On Nov. 8, a delegation of county employees addressed showed up during the public comment portion of a County Commission meeting to ask the chair and commissioners to recognize temporary and on-call workers as part of the union. They got no response from Chair Deborah Kafoury or the three commissioners present. [Commissioner Loretta Smith was absent.]

Oregon AFSCME organizer Eben Pullman says the temporary/on-call group fluctuates from 200 to 300 workers, depending on the season. They’re in departments all over the county such as the library, the animal shelter, corrections, and social service and election offices. They’re used to fill in for regular employees who are absent or on leave, or when county departments need to temporarily staff up. They do the same work as permanent year-round employees, but with lower pay, none of the benefits, no job security or path to permanent status, and no union representation.

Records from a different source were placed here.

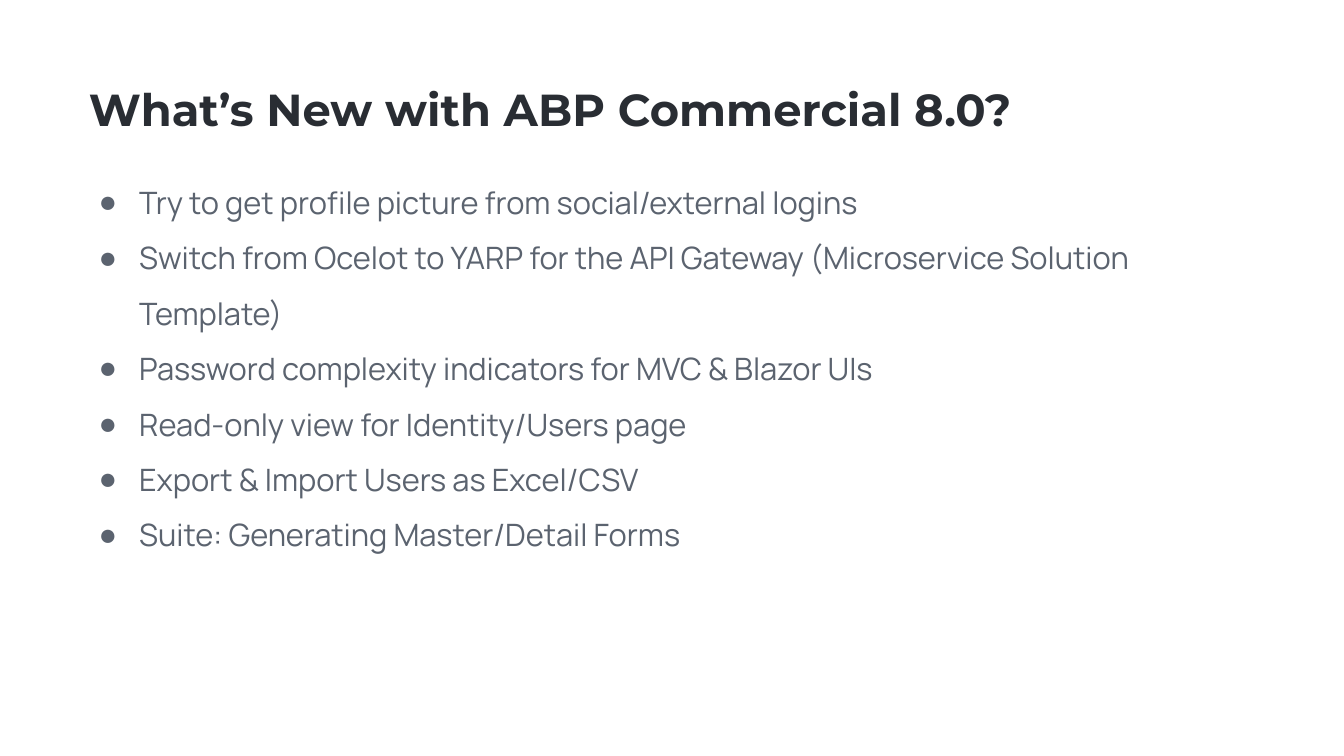
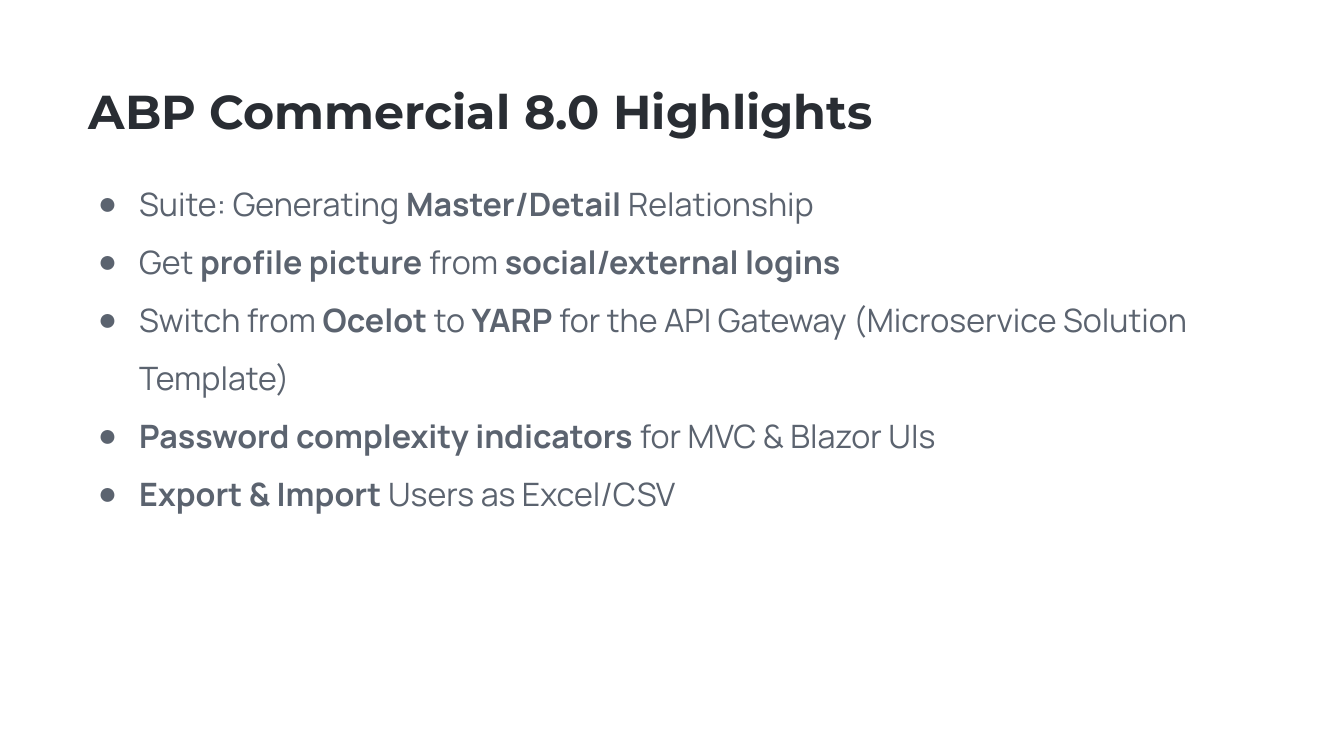
Before and after one commit to EngincanV/presentations, a slide deck: slide 11 of ABP/Community-Talks-2023.8/Community-Talks-2023.8.pptx. Drawn at 1344x756 pixels with LibreOffice and Linux fonts; fonts in the diff are those of the drawing; background and template pictures are left out. Boxes give left, top, right and bottom in pixels: in the first picture for what was removed or moved away, otherwise in the second. Text is boxed around its words. In the diff, an @@ line names an element or a change of style, - is before the commit and + after.

```diff
--- a/ABP/Community-Talks-2023.8/Community-Talks-2023.8.pptx
+++ b/ABP/Community-Talks-2023.8/Community-Talks-2023.8.pptx
@@ text at (x1=89, y1=91, x2=872, y2=139): text changed; size 32 to 34 pt @@
-What’s New with ABP Commercial 8.0?
+ABP Commercial 8.0 Highlights
@@ text at (x1=139, y1=192, x2=840, y2=282): text changed; size 22 to 23 pt; bold on @@
-● Try to get profile picture from social/external logins
+● Suite: Generating Master/Detail Relationship
+● Get profile picture from social/external logins
@@ text at (x1=139, y1=305, x2=1187, y2=514): size 22 to 23 pt in "Switch from Ocelot to YARP for the ...", "Password complexity indicators for MVC & Blazor ...", "Export & Import Users as Excel/CSV"; bold on in "Ocelot YARP", "Password complexity indicators", "Export & Import"; indent changed @@
@@ text at (x1=139, y1=413, x2=686, y2=444): paragraph removed @@
-● Read-only view for Identity/Users page
@@ text at (x1=139, y1=523, x2=681, y2=554): paragraph removed @@
-● Suite: Generating Master/Detail Forms
```
Also in this commit, not shown: 9 other slides changed, 1 slide added, 1 slide removed, 1 other file.
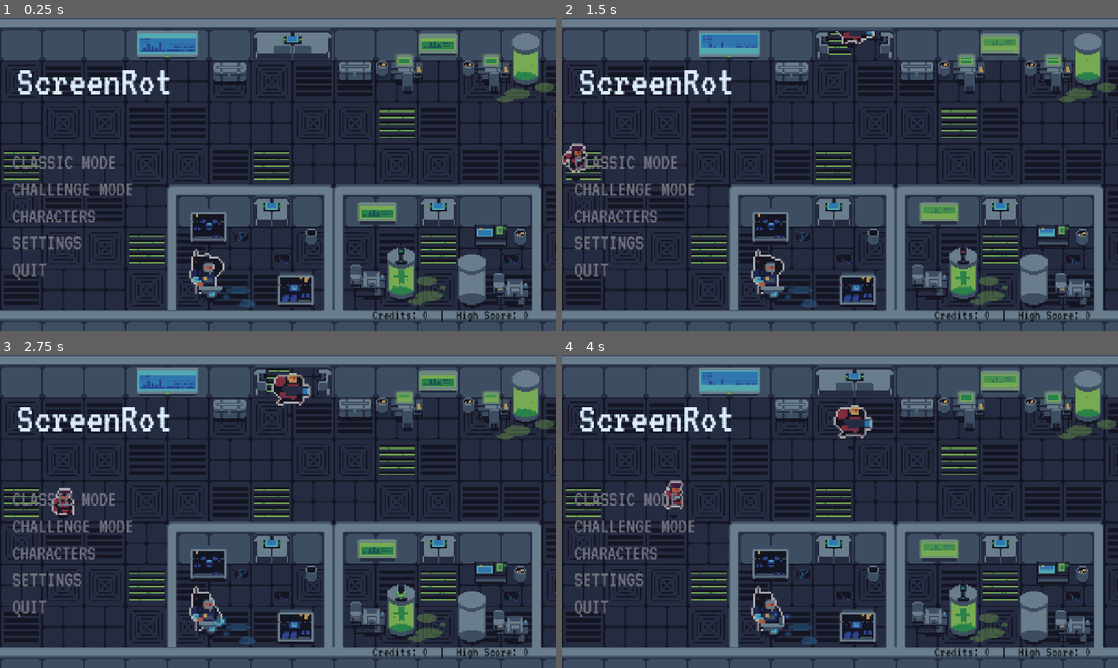
Above: before the commit, frames 1-4 (two rows, left to right).
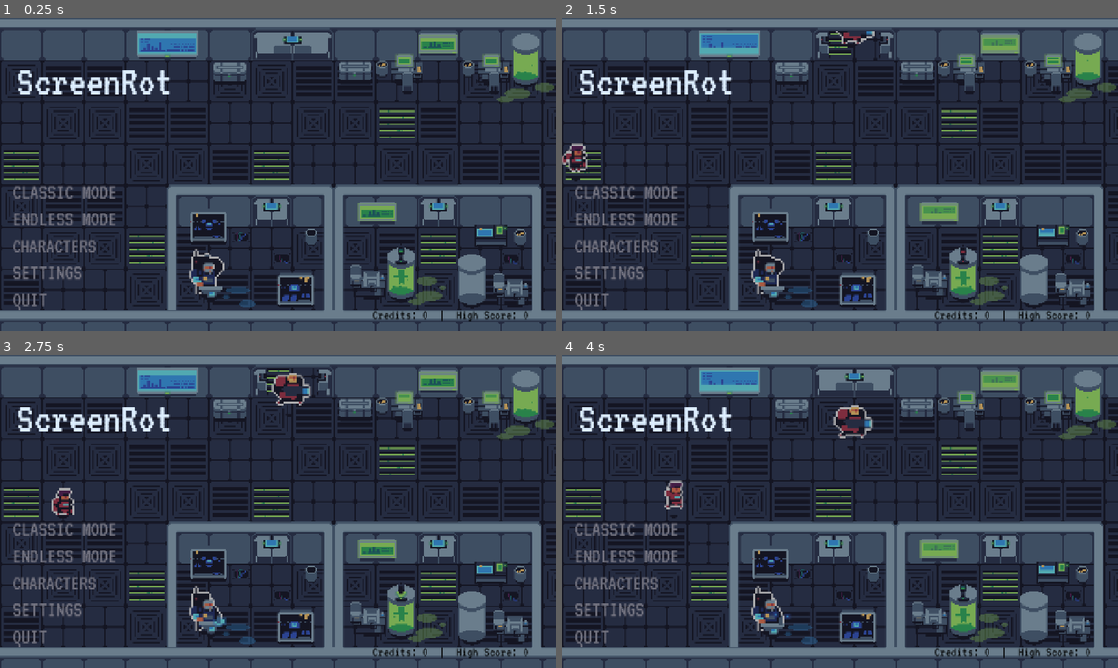
Above: after the commit, the same moments.

Repository: Gubari/ScreenRot
Game: Godot game, scene res://scenes/menus/main_menu.tscn
The game is run twice, just before and just after one commit, with the same random seed, the same clock (stepped at 60 frames per second) and the same inputs.
Inputs (mouse positions are in pixels of both pictures, inside the frame that each line leads up to):
- Up to frame 1 (0.25 s): no input
- Up to frame 2 (1.5 s): move the mouse to (962, 158) at 0.52 s; hold D (move_right) 0.53-1.28 s; tap Shift (dash) at 0.6 s; click (962, 158) at 0.67 s; move the mouse to (728, 190) at 1.27 s; hold S (move_down) from 1.28 s (still down); tap Space (defrag) at 1.35 s
- Up to frame 3 (2.75 s): move the mouse to (333, 442) at 2.02 s; release S (move_down) at 2.03 s; press the mouse at (333, 442) at 2.03 s; hold D (move_right) from 2.03 s (still down)
- Up to frame 4 (4 s): move the mouse to (812, 574) at 2.77 s; release D (move_right) at 2.78 s; release the mouse at (812, 574) at 2.78 s; hold W (move_up) 2.78-3.53 s; tap U at 2.85 s; click (812, 574) at 2.92 s; move the mouse to (1006, 558) at 3.52 s; hold A (move_left) from 3.53 s (still down); tap Shift (dash) at 3.6 s

The runs differ from the first frame. In frame 1, 2.3% of the frame differs, in the area x 2-24%, y 44-94%; in frame 2, 2.3%; in frame 3, 2.3%; in frame 4, 2.3%.

Commit message:
Main menu touchup

Diff:
--- a/scenes/menus/main_menu.tscn
+++ b/scenes/menus/main_menu.tscn
@@ -38,24 +38,24 @@
 anchors_preset = 2
 anchor_top = 1.0
 anchor_bottom = 1.0
-offset_left = 28.0
-offset_top = -413.0
-offset_right = 468.0
-offset_bottom = -116.0
+offset_left = 29.0
+offset_top = -344.0
+offset_right = 469.0
+offset_bottom = -47.0
 grow_vertical = 0
 theme_override_constants/separation = 12
 
-[node name="ClassicLabel" type="Label" parent="MenuContainer"]
+[node name="ClassicLabel" type="Label" parent="MenuContainer" unique_id=1271473122]
 layout_mode = 2
 size_flags_horizontal = 0
 theme_override_font_sizes/font_size = 50
 text = "CLASSIC MODE"
 
-[node name="ChallengeLabel" type="Label" parent="MenuContainer"]
+[node name="EndlessLabel" type="Label" parent="MenuContainer" unique_id=434291516]
 layout_mode = 2
 size_flags_horizontal = 0
 theme_override_font_sizes/font_size = 50
-text = "CHALLENGE MODE"
+text = "ENDLESS MODE"
 
 [node name="CharacterLabel" type="Label" parent="MenuContainer" unique_id=1564347388]
 layout_mode = 2
--- a/scripts/menus/main_menu.gd
+++ b/scripts/menus/main_menu.gd
@@ -1,7 +1,7 @@
 extends Control
 
 @onready var classic_label: Label = $MenuContainer/ClassicLabel
-@onready var challenge_label: Label = $MenuContainer/ChallengeLabel
+@onready var challenge_label: Label = $MenuContainer/EndlessLabel
 @onready var settings_label: Label = $MenuContainer/SettingsLabel
 @onready var character_label: Label = $MenuContainer/CharacterLabel
 @onready var quit_label: Label = $MenuContainer/QuitLabel
@@ -16,7 +16,7 @@
 func _ready() -> void:
 	menu_items = [
 		{"label": classic_label, "text": "CLASSIC MODE", "action": _on_classic},
-		{"label": challenge_label, "text": "CHALLENGE MODE", "action": _on_challenge},
+		{"label": challenge_label, "text": "ENDLESS MODE", "action": _on_challenge},
 		{"label": settings_label, "text": "SETTINGS", "action": _on_settings},
 		{"label": character_label, "text": "CHARACTER", "action": _on_character_shop},
 		{"label": quit_label, "text": "QUIT", "action": _on_quit},

“I worked as a temp, full-time for five months, and I was paid significantly less than my co-workers for doing exactly the same work at the same level of competency,” social services hotline worker David Gruber told members of the Multnomah County Commission.

Hoping to use collective bargaining to improve their conditions, a majority of the workers signed union authorization cards in early 2017 seeking to join Local 88’s existing county bargaining unit. Under Oregon law that should be all that’s needed to unionize. But the Multnomah County human resources department challenged the filing, saying the on-call workers were casual workers, that the temporary workers lacked a reasonable expectation of continued employment, and that both groups lacked a “community of interest” with the AFSCME unit employees.

An administrative law judge ruled in favor of the County, but the union appealed, and in April, the Oregon Employment Relations Board ordered that another hearing be held to determine whether the on-call workers have a “community of interest” with their permanent counterparts. The hearing is scheduled for Jan. 8, 2019.

1 COMMENT

  1. I’m SO GLAD that AFSCME is supporting this work. A huge percentage of workers are now part-time or on-call; precisely TO avoid paying them equally it seems.